Subduction zones are the site of long-term chemical cycling between Earth’s surface and interior. During subduction, dehydration and melting may partition mobile elements into the overlying mantle wedge and arc system. Volcanic arcs also host much of the world’s base (e.g., Cu, Sn, Sb, and Mo) and precious (e.g., Au, Ag) metal deposits. However, slab contributions to the chalcophile and siderophile element (CSE) budget of arc magmas and their associated ore deposits remain controversial. Although previous studies have identified the mobility of some CSE in slab fluids, few studies have examined the contribution from sulfides to the CSE budget of the slab. Here we report in situ laser ablation inductively coupled plasma mass spectrometry (LA-ICP-MS) analyses of Cr, Co, Ni, Cu, Zn, Ga, Ge, As, Mo, Ag, Cd, In, Sn, Sb, Te, Tl, Pb, and Bi in sulfides and silicates in thirteen rocks from six exhumed high-pressure (HP) terranes worldwide. Combined with data from the literature, we demonstrate that sulfides host nearly the entire Cu, As, Ag, Cd, and Te budget of subducted rocks, whereas Co, Ni, Zn, Ga, Ge, Mo, Sn, and Tl are dominantly hosted in silicate and oxide phases.

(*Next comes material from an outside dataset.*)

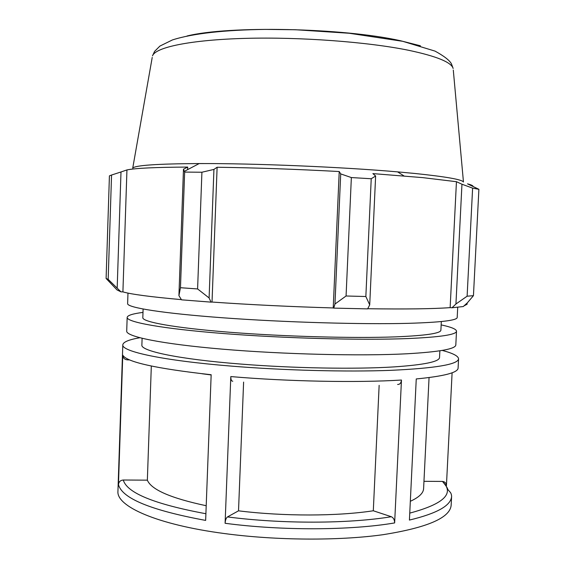 <?xml version="1.0" encoding="UTF-8"?>
<svg xmlns="http://www.w3.org/2000/svg" width="585" height="585" viewBox="0 0 585 585"><rect width="100%" height="100%" fill="white"/><g stroke="black" fill="none" stroke-linecap="round" stroke-linejoin="round"><path stroke-width="0.88" d="M142.989 312.397C132.773 313.699 127.501 315.366 127.164 317.399L126.711 331.132C126.06 336.558 161.336 343.958 222.424 349.157C283.359 354.356 360.982 356.207 406.948 353.779C439.423 351.914 455.715 348.96 455.817 344.923L456.505 331.198C456.344 329.15 451.225 327.052 441.156 324.894M127.164 317.399C126.543 322.079 161.877 328.675 223.024 333.508C284.025 338.357 361.698 340.397 407.679 338.569C440.154 337.143 456.432 334.686 456.505 331.198M143.106 309.048L142.813 317.677C142.287 321.933 174.388 327.871 229.269 332.221C284.017 336.572 353.684 338.452 395.606 336.865C425.653 335.607 440.754 333.377 440.893 330.174L441.324 321.545M127.976 293.1L127.625 303.644C127.033 307.578 162.411 313.363 223.631 317.845C284.69 322.328 362.422 324.565 408.403 323.329C440.893 322.35 457.156 320.39 457.199 317.458L457.711 307.271M243.609 382.093L238.519 510.829L227.492 516.921C226.154 517.959 225.357 520.08 225.101 523.283C281.67 530.814 350.678 530.471 394.641 522.924C394.568 519.809 393.456 517.74 391.321 516.723L373.303 510.771L379.146 385.347M139.793 337.742C128.861 339.658 123.194 342.013 122.806 344.821L117.943 491.195C116.196 506.237 156.7 524.672 224.698 533.586C276.734 540.533 338.788 540.862 382.846 534.719C427.408 527.648 450.179 517.798 451.159 505.162L451.613 496.153C451.408 494.098 450.772 492.614 449.704 491.692L447.722 489.323C447.679 488.248 445.938 485.616 442.509 481.426L423.964 481.316M394.641 522.924L401.464 380.038C357.398 382.824 287.908 381.515 230.804 376.572L225.101 523.283M122.806 344.821C121.329 351.424 162.476 360.536 231.207 366.1C283.805 370.407 346.371 372.031 390.59 370.349C435.284 368.272 457.945 364.455 458.56 358.89C458.406 356.06 452.958 353.238 442.223 350.422M205.649 520.409L211.163 374.729C155.91 368.557 126.448 362.02 122.762 355.132L118.462 484.541C121.899 498.354 150.959 510.31 205.649 520.409M442.509 481.426C445.002 481.755 446.304 483.203 446.421 485.769L452.103 372.784M458.56 358.89L458.099 368.023C458.011 372.608 444.066 376.243 416.257 378.941L409.42 520.072C437.222 513.411 451.284 505.44 451.613 496.153M151.318 366.049L147.354 480.153L123.289 480.014C120.451 480.278 118.843 481.784 118.462 484.541M230.804 376.572C230.812 379.709 231.477 381.252 232.779 381.215M397.603 384.447C399.804 384.55 401.083 383.08 401.464 380.038M122.762 355.132C122.96 357.932 124.481 359.504 127.311 359.848L129.643 359.907M202.044 373.749L211.156 374.941M410.326 501.301C418.999 497.33 423.43 493.089 423.606 488.577L429.061 377.574M147.354 480.153C151.259 489.682 170.879 498.208 206.205 505.725M142.104 338.327L141.877 345.011C140.539 350.978 178.425 359.146 240.062 364.009C292.507 368.279 355.731 369.369 394.188 366.89C424.227 364.835 439.342 361.705 439.54 357.486L439.869 350.81M467.159 303.015L467.101 304.237L463.993 305.882M452 307.776L463.261 306.547L467.342 302.847L473.448 295.666L467.115 296.207L455.934 304.003L452 307.776L450.143 307.63C433.024 308.895 405.551 309.26 367.716 308.726M333.735 308.112L367.636 308.88L369.713 304.851L365.852 296.515L346.071 295.995L334.964 304.024L333.735 308.112L333.223 307.951C290.745 306.694 250.343 304.726 212.026 302.05L211.002 302.131L209.101 297.94L197.598 288.946L180.465 287.718L178.922 295.644L181.525 299.827L211.002 302.131M181.416 299.637C150.462 296.858 130.96 294.27 122.909 291.878L120.956 291.842L108.174 279.359L106.104 278.46L117.044 289.941L120.956 291.842M106.104 278.46L109.417 175.858L111.552 175.032L108.174 279.359M187.617 169.628L187.712 167.083L183.478 169.204L178.922 295.644M180.465 287.718L184.641 172.085L183.478 169.204M333.223 307.951L339.227 171.537L340.704 173.899L334.964 304.024M346.071 295.995L351.358 177.562L340.704 173.899M450.143 307.63L456.446 181.701L461.96 184.224L455.934 304.003M467.115 296.207L472.614 188.136L461.96 184.224M369.713 304.851L375.628 176.012L371.226 178.747L365.852 296.515M375.628 176.012L372.879 173.599L422.706 177.628L456.446 181.701M152.224 57.44L132.729 168.136C134.872 165.336 157.029 163.807 199.207 163.559C254.943 163.347 342.064 167.003 397.595 171.873L415.24 173.511C445.945 176.707 462.011 179.536 463.459 182.001L453.295 70.061M472.614 188.136L478.896 189.306L473.448 295.666M473.053 186.286C472.79 185.54 470.947 184.728 467.525 183.851L478.896 189.306M117.19 287.827L120.993 171.968L111.552 175.032M120.993 171.968L126.945 169.928C135.34 168.188 155.588 167.237 187.712 167.083M184.641 172.085L201.913 172.231L197.598 288.946M209.101 297.94L213.934 169.416L201.913 172.231M213.934 169.416L217.115 167.251C255.791 167.793 296.493 169.219 339.227 171.537M351.358 177.562L371.226 178.747M212.026 302.05L217.115 167.251M122.909 291.878L126.945 169.928M238.519 510.829C283.623 516.445 337.406 516.306 373.303 510.771M391.321 516.723C348.66 523.787 282.182 524.05 227.492 516.921M205.905 513.732C154.418 504.16 126.879 492.921 123.289 480.014M442.406 481.418C454.889 493.367 444 503.934 409.756 513.118M420.418 45.791L400.374 40.709C342.81 27.787 228.662 25.535 187.01 36.007M152.502 55.853C155.369 47.378 190.052 39.897 245.144 38.376C300.134 36.84 367.943 41.93 408.769 50.317C436.629 56.24 451.423 62.288 453.148 68.452L451.452 63.845C449.521 60.299 444.044 56.058 435.028 51.107L402.794 41.323L349.179 33.25L295.637 29.747L265.254 29.396C225.591 29.937 192.757 33.367 172.399 39.948L159.91 46.076L154.572 51.407L152.502 55.853M199.207 163.559L184.348 171.339M397.595 171.873L403.994 175.939"/></g></svg>

Prograde sulfide-breakdown during subduction is expected to liberate Cu, As, Ag, Cd, and Te into the overlying arc-mantle wedge system, whereas Co, Ni, Zn, Ga, and Pb may be partially lost during lawsonite, epidote, and amphibole dehydration reactions. In contrast, Ge, Tl, Sn, and Mo are largely retained in the eclogitic slab residue. We also demonstrate that CSE zoning in pyrite may be used to track high pressure (HP) metasomatism. Oscillatory Co and Ni zoning in metasomatic pyrite is linked to transitions between fluid and rock buffered regimes, consistent with seismic- and dehydration-induced cyclic fluctuations in fluid pore pressure and flux. Thus, minor and trace CSEs in HP rocks may also be a useful tool to constrain slab fluid migration.